What is simple object access protocol (SOAP)?
SOAP is a method of exchanging information between applications using a lightweight XML-based protocol. While usually transmitted over an HTTP session, SOAP messages can be sent however an application requires, as long as the client and server use the same method.
What is transport layer security?
Transport Layer Security (TLS) is an encryption protocol that protects computer network and internet communications. Common examples of TLS in use include HTTPS, email and texting. TLS replaced SSL (secure sockets layer).
What is an API endpoint?
An API endpoint is the single accessible resource in an API. When an API interacts with another system, API endpoints are the touchpoints of communication. These touchpoints, or endpoints, are the location from which the API accesses resources needed to carry out its function. Because API endpoints make systems vulnerable to attack, preventing misuse through API monitoring is vital.
What is API security testing?
Best integrated into the DevOps pipeline, API security testing is a practice that challenges the security of an API’s endpoints to verify compliance with security best practices. To evaluate authentication, encryption, conditions of user access, for example, the API is subjected to deliberate input challenges designed to emulate the attack vectors of bad actors to flush out undefined behaviors, bugs and other vulnerabilities. Findings of API testing could include authorization or authentication bypasses, security misconfigurations, SQL and OS command injections, and open-source code vulnerabilities.
API security testing can involve dynamic or static security testing as well as software composition analysis (SCA). SCA checks code in an application against CVE databases. When issues are identified, the SCA tool alerts developers that the application or API is using a library or framework with a known vulnerability. Given the widespread use of open source in API development, software composition analysis plays a critical part in API and application security testing.
What is an API gateway?
An API gateway is a tool that sits between an application and a set of backend services, acting as a reverse proxy to accept API calls. The API gateway breaks each call into multiple requests and routes these to the appropriate services, each of which produces a response while the API gateway tracks all activity.
What is a shadow API?
A shadow API, also called a zombie API, is a clandestine, nondocumented and nontracked API. Developers are often unaware of their presence and qualities.
What is OpenAPI?
An open API, also called public API, is a publicly available application programming interface that provides developers with access to a software application or web service.
What is a private API?
A private API is an application programming interface that has its application hosted by an organization to serve as a frontend interface to backend data and application functions. The interface provides a point of entry for authorized employees and contractors working to develop those functions.
What is DLL injection?
DLL injection is a type of attack that exploits processes and services of the Windows operating system. By replacing a required DLL file with an infected version and planting it within the search parameters of an application, the infected file will be called on when the application loads, activating its malicious operations.
What is a webhook?
A webhook is an HTTP-based callback function that enables event-driven interaction between two APIs, allowing web applications to receive small amounts of data from other apps. But webhooks are not APIs.
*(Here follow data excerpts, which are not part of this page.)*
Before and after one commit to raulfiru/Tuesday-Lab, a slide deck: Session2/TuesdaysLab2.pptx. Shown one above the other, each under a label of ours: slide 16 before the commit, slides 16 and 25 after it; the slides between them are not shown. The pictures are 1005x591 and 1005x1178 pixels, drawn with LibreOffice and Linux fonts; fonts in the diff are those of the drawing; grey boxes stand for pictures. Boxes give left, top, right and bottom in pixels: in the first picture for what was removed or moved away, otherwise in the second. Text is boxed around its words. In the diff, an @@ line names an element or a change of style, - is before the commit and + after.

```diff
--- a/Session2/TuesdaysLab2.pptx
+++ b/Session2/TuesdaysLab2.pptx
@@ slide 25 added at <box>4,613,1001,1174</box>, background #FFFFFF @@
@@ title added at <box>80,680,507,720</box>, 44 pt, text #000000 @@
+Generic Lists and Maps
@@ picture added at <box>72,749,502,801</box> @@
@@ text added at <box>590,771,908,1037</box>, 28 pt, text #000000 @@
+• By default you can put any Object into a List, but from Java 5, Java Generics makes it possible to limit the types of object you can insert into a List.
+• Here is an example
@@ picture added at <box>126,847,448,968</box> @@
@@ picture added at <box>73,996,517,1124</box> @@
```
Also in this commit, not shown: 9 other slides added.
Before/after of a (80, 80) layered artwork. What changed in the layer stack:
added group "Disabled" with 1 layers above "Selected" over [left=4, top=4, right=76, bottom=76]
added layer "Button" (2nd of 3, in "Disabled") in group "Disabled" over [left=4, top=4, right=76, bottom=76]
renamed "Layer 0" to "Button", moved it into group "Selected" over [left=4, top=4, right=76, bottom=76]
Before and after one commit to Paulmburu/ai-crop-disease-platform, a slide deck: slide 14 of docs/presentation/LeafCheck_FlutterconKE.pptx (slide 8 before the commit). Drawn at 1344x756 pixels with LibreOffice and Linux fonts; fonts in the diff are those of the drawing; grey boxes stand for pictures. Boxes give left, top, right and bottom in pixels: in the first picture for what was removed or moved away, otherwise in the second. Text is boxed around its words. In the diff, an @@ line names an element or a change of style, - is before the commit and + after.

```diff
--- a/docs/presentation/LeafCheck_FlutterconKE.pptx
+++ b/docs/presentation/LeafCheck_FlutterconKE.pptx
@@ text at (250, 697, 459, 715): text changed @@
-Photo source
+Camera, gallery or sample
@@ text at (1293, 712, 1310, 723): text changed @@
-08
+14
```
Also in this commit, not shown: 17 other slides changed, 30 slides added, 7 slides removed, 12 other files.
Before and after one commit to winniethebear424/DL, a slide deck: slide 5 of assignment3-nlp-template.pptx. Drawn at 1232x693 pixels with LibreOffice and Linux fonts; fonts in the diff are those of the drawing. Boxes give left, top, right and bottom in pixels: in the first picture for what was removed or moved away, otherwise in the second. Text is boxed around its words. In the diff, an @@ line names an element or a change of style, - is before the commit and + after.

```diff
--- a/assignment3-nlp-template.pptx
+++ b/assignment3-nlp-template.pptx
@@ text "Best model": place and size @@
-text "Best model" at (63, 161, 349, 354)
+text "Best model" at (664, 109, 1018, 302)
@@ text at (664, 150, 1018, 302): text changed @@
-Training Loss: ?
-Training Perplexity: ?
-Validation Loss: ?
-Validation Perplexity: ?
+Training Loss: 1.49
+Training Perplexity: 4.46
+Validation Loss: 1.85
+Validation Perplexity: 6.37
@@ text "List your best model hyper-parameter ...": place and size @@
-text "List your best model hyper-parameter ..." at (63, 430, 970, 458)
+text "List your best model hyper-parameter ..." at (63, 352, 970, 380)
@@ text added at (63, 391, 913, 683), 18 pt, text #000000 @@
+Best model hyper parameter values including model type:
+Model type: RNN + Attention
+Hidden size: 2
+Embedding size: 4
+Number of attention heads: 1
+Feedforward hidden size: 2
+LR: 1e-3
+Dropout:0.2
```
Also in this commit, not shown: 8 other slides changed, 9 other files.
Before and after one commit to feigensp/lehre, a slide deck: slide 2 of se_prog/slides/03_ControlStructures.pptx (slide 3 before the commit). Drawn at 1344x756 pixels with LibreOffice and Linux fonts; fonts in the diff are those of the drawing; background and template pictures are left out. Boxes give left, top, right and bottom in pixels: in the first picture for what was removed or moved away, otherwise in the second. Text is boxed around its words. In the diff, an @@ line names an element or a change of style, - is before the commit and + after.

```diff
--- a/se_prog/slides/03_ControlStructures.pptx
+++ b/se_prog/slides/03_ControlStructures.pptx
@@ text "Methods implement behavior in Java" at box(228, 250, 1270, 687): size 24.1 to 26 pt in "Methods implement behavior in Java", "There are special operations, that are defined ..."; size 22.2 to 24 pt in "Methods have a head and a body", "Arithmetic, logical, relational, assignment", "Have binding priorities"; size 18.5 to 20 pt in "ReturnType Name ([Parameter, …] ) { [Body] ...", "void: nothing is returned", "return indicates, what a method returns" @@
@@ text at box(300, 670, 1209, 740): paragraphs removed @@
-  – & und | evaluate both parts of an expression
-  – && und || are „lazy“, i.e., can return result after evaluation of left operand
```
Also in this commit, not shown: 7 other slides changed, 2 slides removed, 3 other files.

They’re often called reverse or push APIs because webhooks trigger the server to send the client an HTTP POST request once data is available (instead of receiving and responding to an HTTP request). Applications must have an API to use a webhook.
In GitOps environments, webhooks can trigger automation workflows and reduce the number of steps needed to implement Git-heavy deployment pipelines, including automatically launching infrastructure-as-code workflows.